German Defense Minister Thomas de Maiziere has been visiting Afghanistan at the same time as his American counterpart, Leon Panetta, while tensions remain high over an American soldier's shooting rampage that killed 16.
As de Maiziere arrived on Wednesday in Afghanistan, there was a major security alert surrounding the arrival of his US counterpart Leon Panetta.
A vehicle was driven onto the runway of Camp Bastion, the main British base in southern Afghanistan, and burst into flames at about the same time Panetta landed there.
"At no point was the secretary or anyone on the aircraft in any danger from this incident," the International Security Assistance Force (ISAF) said in a statement, adding that "the alleged perpetrator" had been detained. He was reportedly an Afghan man who had stolen the truck for unclear motives. After crashing the truck he emerged from the vehicle on fire, and was reportedly being treated for burns.

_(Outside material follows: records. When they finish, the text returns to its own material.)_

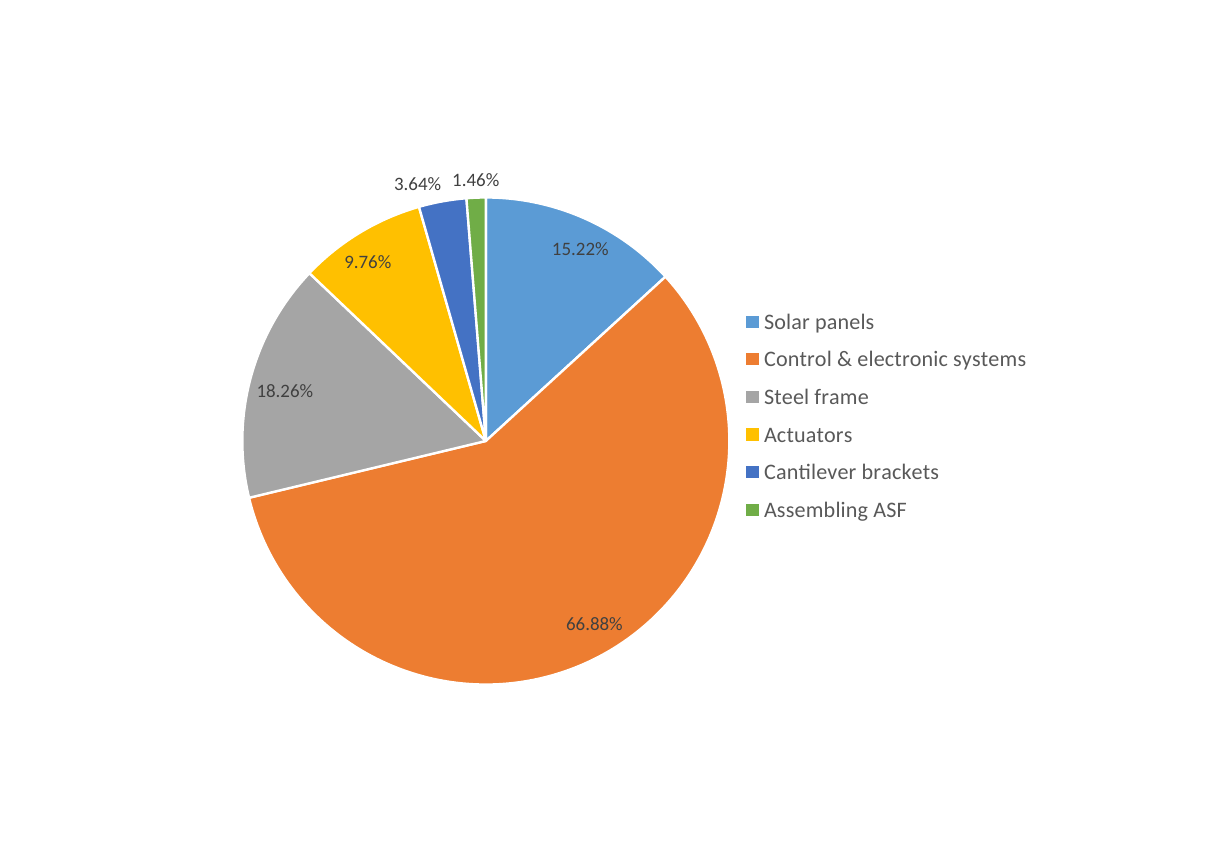
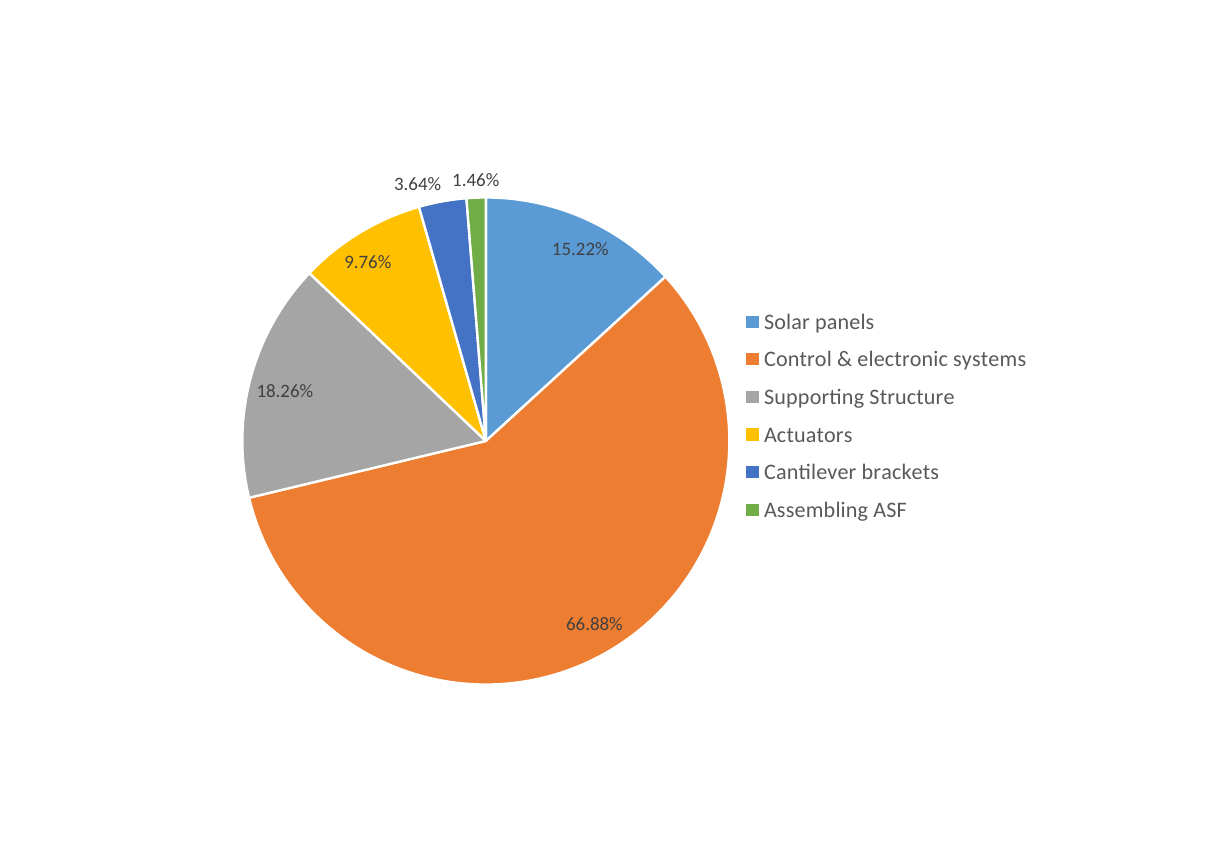
Before and after one commit to architecture-building-systems/LCA_Paper, a slide deck: slide 14 of elsarticle/Images/Thesis charts.pptx. Drawn at 1232x853 pixels with LibreOffice and Linux fonts; fonts in the diff are those of the drawing. Boxes give left, top, right and bottom in pixels: in the first picture for what was removed or moved away, otherwise in the second. Text is boxed around its words. In the diff, an @@ line names an element or a change of style, - is before the commit and + after.

```diff
--- a/elsarticle/Images/Thesis charts.pptx
+++ b/elsarticle/Images/Thesis charts.pptx
@@ pie chart at <box>206,152,1073,700</box> @@
-categories: Solar panels, Control & electronic systems, Steel frame, Actuators, Cantilever brackets, Assembling ASF
+categories: Solar panels, Control & electronic systems, Supporting Structure, Actuators, Cantilever brackets, Assembling ASF
```
Also in this commit, not shown: 2 other slides changed, 1 other file.
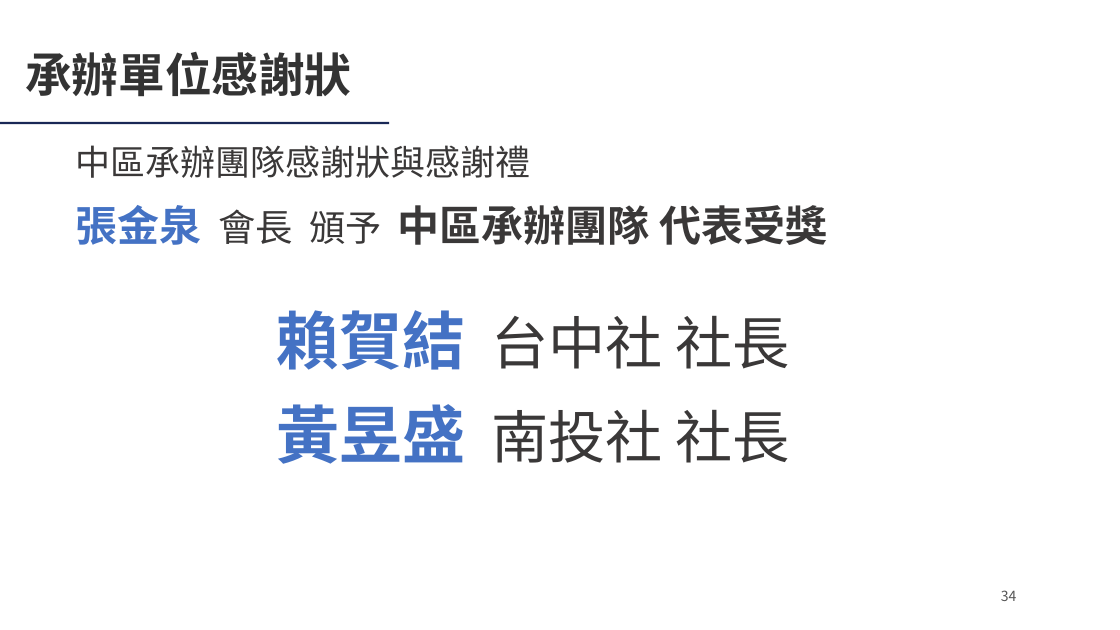
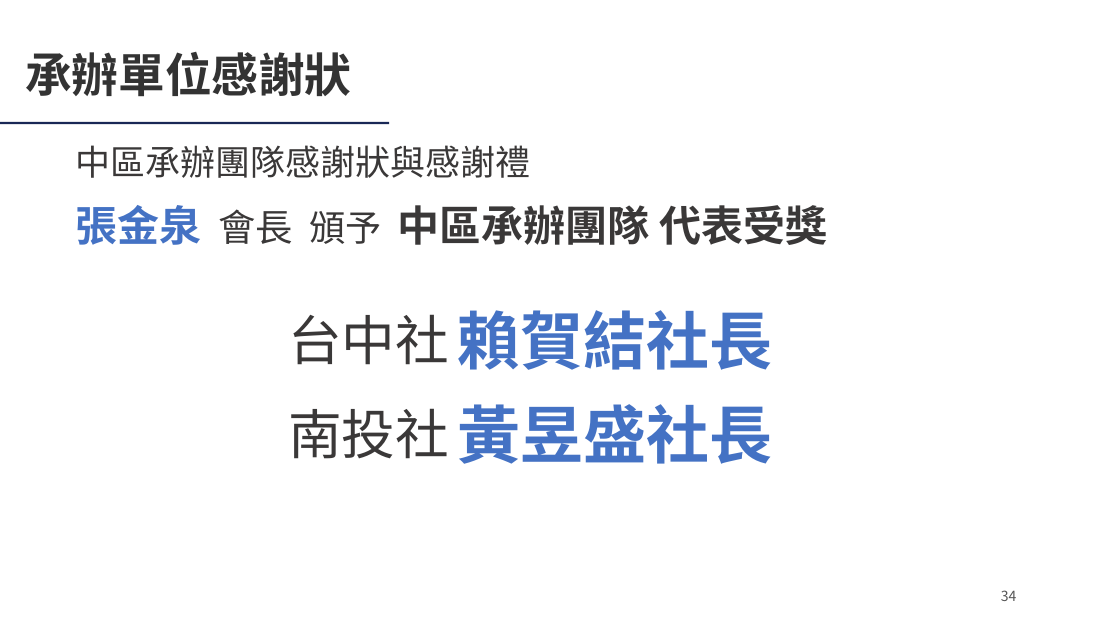
Before and after one commit to Ericliang680928/IAA, a slide deck: slide 34 of 20261204/agm/IAA會員大會簡報_20261204.pptx. Drawn at 1120x630 pixels with LibreOffice and Linux fonts; fonts in the diff are those of the drawing; background and template pictures are left out. Boxes give left, top, right and bottom in pixels: in the first picture for what was removed or moved away, otherwise in the second. Text is boxed around its words. In the diff, an @@ line names an element or a change of style, - is before the commit and + after.

```diff
--- a/20261204/agm/IAA會員大會簡報_20261204.pptx
+++ b/20261204/agm/IAA會員大會簡報_20261204.pptx
@@ text at (x1=288, y1=314, x2=449, y2=365): text changed; size 49 to 46 pt @@
-賴賀結 台中社 社長
+台中社
@@ text added at (x1=457, y1=310, x2=772, y2=370), 54 pt, text #4472C4, bold @@
+賴賀結社長
@@ text added at (x1=288, y1=408, x2=449, y2=459), 46 pt, text #3A3838 @@
+南投社
@@ text at (x1=457, y1=404, x2=772, y2=464): text changed; size 49 to 54 pt; text colour #3A3838 to #4472C4; bold on @@
-黃昱盛 南投社 社長
+黃昱盛社長
```
Also in this commit, not shown: 5 other slides changed, 2 other files.

The defense minister visits came at a tense time between Afghanistan and the international community. On Tuesday, gunmen shot at a delegation of Afghan officials during a service for 16 civilians, mainly women and children, reportedly killed by a US soldier in a shooting spree in Kandahar province. The soldier accused of the civilian massacre was flown out of Afghanistan on Wednesday, according to the Pentagon.
The visits by de Maiziere and Panetta had been scheduled before the massacre. During his visit to the south of the country, Panetta told troops the Kandahar massacre should not sway them from their task of securing the country ahead of the planned withdrawal.
The American attacker was identified as a 38-year-old father of two based in Washington state who served three tours in Iraq. The Pentagon is withholding his name.
Withdrawal 'on track'
In Kabul, de Maiziere met Afghan counterpart Rahim Wardak and President Hamid Karzai. He said plans to withdraw NATO troops from Afghanistan by 2014 were on track.
US President Barack Obama echoed that sentiment in Washington, hosting British Prime Minister David Cameron. Obama said the two country's forces were "making very real progress" in Afghanistan.
German Chancellor Angela Merkel had caused confusion with comments she made on Monday in Mazar-e-Sharif in which she said that progress had been made toward political reconciliation with insurgents - but that it had not gone far enough.
"That's why I cannot yet say that we will manage it by 2013-2014," she said.
The defense ministers' trips to Kabul come ahead of a NATO summit in May, at which countries contributing to the international mission in Afghanistan are expected to map out the post-withdrawal period.